SP: “And Gus Edwards in L.A.?”
VJ: “Same answer.”
Joseph has more answers now. If healthy, linebacker Dre Greenlaw is a sideline-to-sideline enforcer who was clocked at 22 miles per hour as a collegian. Hufanga closes like Trevor Hoffman. First-round draft pick Jahdae Barron, a spry defensive back out of Texas, sports a 35-inch vertical and ran a 4.39-second 40-yard dash at the combine.
“Expectations always can change things,” NFL Network analyst Bucky Brooks said of the Broncos’ D. “However, every year is like a snowflake. You never know where it’s going to fall, whether it’s injuries or inconsistency.
“… That said, you have a lot of confidence. The players have a lot of confidence, because they’ve seen what they can do when everybody’s on the same page.”

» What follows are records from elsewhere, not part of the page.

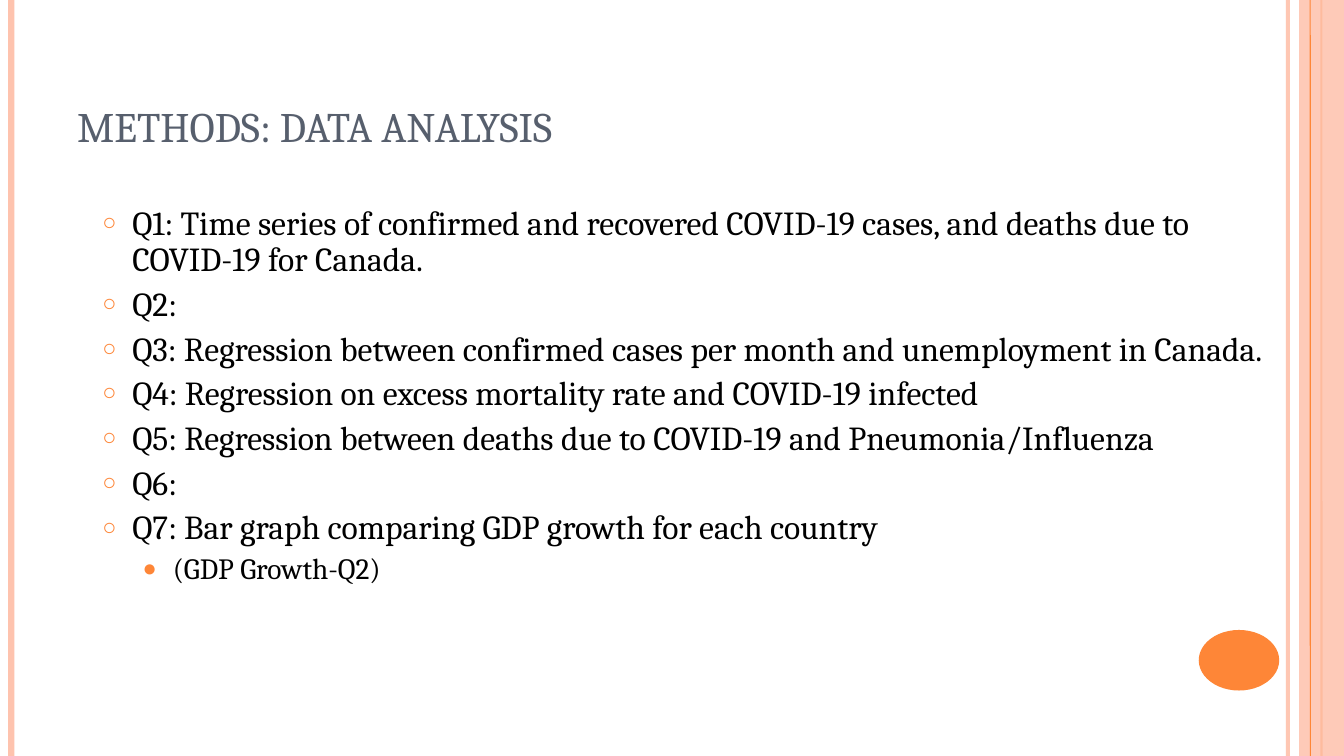
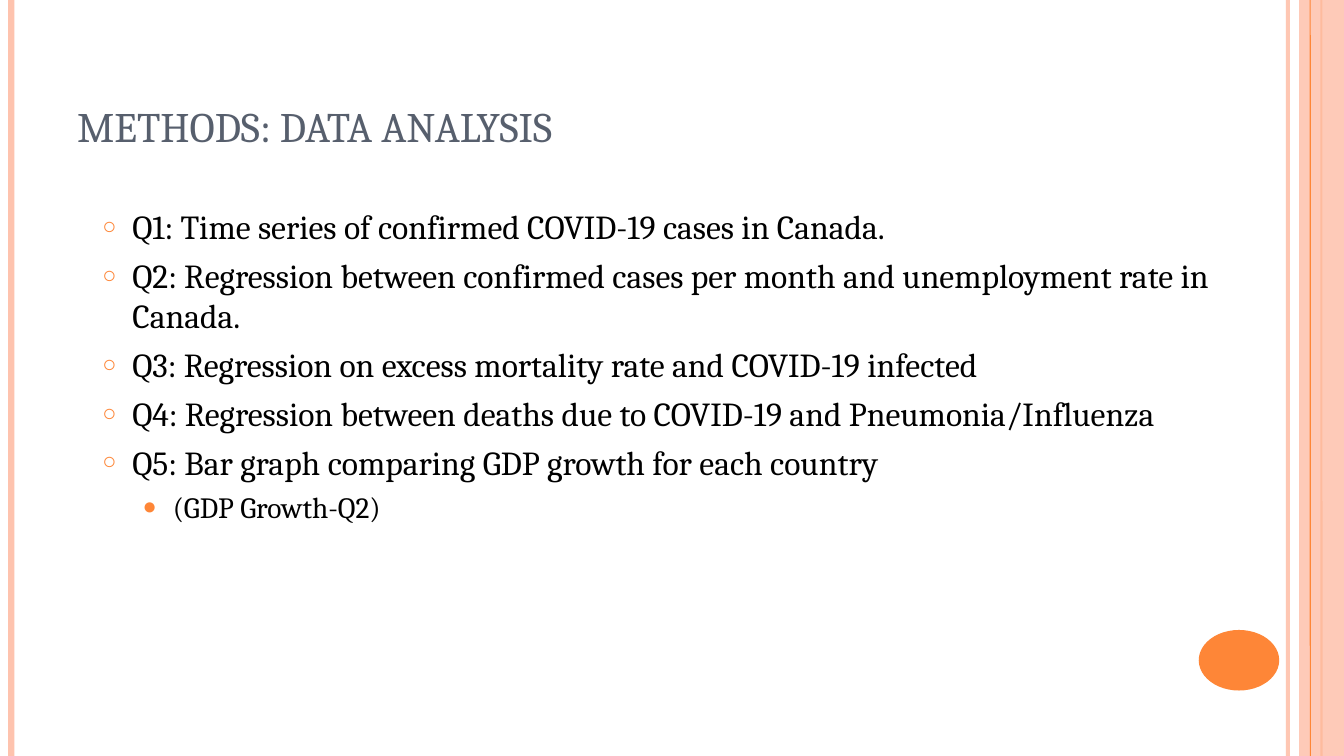
Before and after one commit to BunmiOlakanmi/Project, a slide deck: slide 9 of COVID-19 - analysis.ppt. Drawn at 1344x756 pixels with LibreOffice and Linux fonts; fonts in the diff are those of the drawing. Boxes give left, top, right and bottom in pixels: in the first picture for what was removed or moved away, otherwise in the second. Text is boxed around its words. In the diff, an @@ line names an element or a change of style, - is before the commit and + after.

```diff
--- a/COVID-19 - analysis.ppt
+++ b/COVID-19 - analysis.ppt
@@ text at [132, 215, 1209, 483]: text changed @@
-○ Q1: Time series of confirmed and recovered COVID-19 cases, and deaths due to COVID-19 for Canada.
-○ Q2:
-○ Q3: Regression between confirmed cases per month and unemployment in Canada.
-○ Q4: Regression on excess mortality rate and COVID-19 infected
-○ Q5: Regression between deaths due to COVID-19 and Pneumonia/Influenza
-○ Q6:
-○ Q7: Bar graph comparing GDP growth for each country
+○ Q1: Time series of confirmed COVID-19 cases in Canada.
+○ Q2: Regression between confirmed cases per month and unemployment rate in Canada.
+○ Q3: Regression on excess mortality rate and COVID-19 infected
+○ Q4: Regression between deaths due to COVID-19 and Pneumonia/Influenza
+○ Q5: Bar graph comparing GDP growth for each country
@@ text at [173, 497, 380, 523]: line spacing 0.9 to 1 @@
```
Also in this commit, not shown: 5 other slides changed, 7 slides added, 2 slides removed.

Yet the NFL grind almost always demands re-writes on the fly, doesn’t it? With Moss either out or banged up at cornerback, the Broncos gave up 32, 13, 34, 30, 0 and 31 points over their final six games, including the playoffs.
And the goose egg was to a Chiefs offense that willingly laid down its swords and trotted out backups. Which added up to 28 points allowed per contest against teams that were actually trying.
The nitty gritty looked even grittier up close. Joe Burrow went wild. Josh Allen did what he wanted, when he wanted. Over those five games vs. “trying” foes, the Broncos gave up an average of 309 yards through the air and allowed another 134 on the ground. Opponents managed seven third-down conversions per contest — at a rate of 46%. (Denver’s season averages were 5.2 conversions allowed and 37%.) The Broncos went 3-3 after Dec. 1.
Which way will the snowflakes blow? Fortunately, precedent says last Christmas was more of a dip than a harbinger. Joseph’s third defense as coordinator with Arizona in 2021 was also his best in the desert. The Cardinals improved from 12th in the NFL in scoring defense (22.9 points per game) in 2020 to 11th (21.5) the next fall.
If VJ wants another shot to be a head coach, this season and this defense afford him the chance to keep stacking good vibes. If Payton wants to cut bait, Jim Leonhard is waiting in the wings. As sequels go, keep your popcorn handy.
“You want to see people have success, whether that’s (VJ) being a head coach somewhere or (not),” Hufanga said. “You want the best for people. I’m very excited to work with (Joseph). Hopefully, I get to work with him for the rest of my career.”
Hopefully. Payton might forgive, but he doesn’t forget. Moss and Singleton, knock on wood, are back in the fold. A lot of holes have been patched.
The NFL blame game can be as cyclical as it is cynical. Yet one universal truth never wavers: Once you run out of fingers to point, the only man left is the one at the end of the thumb.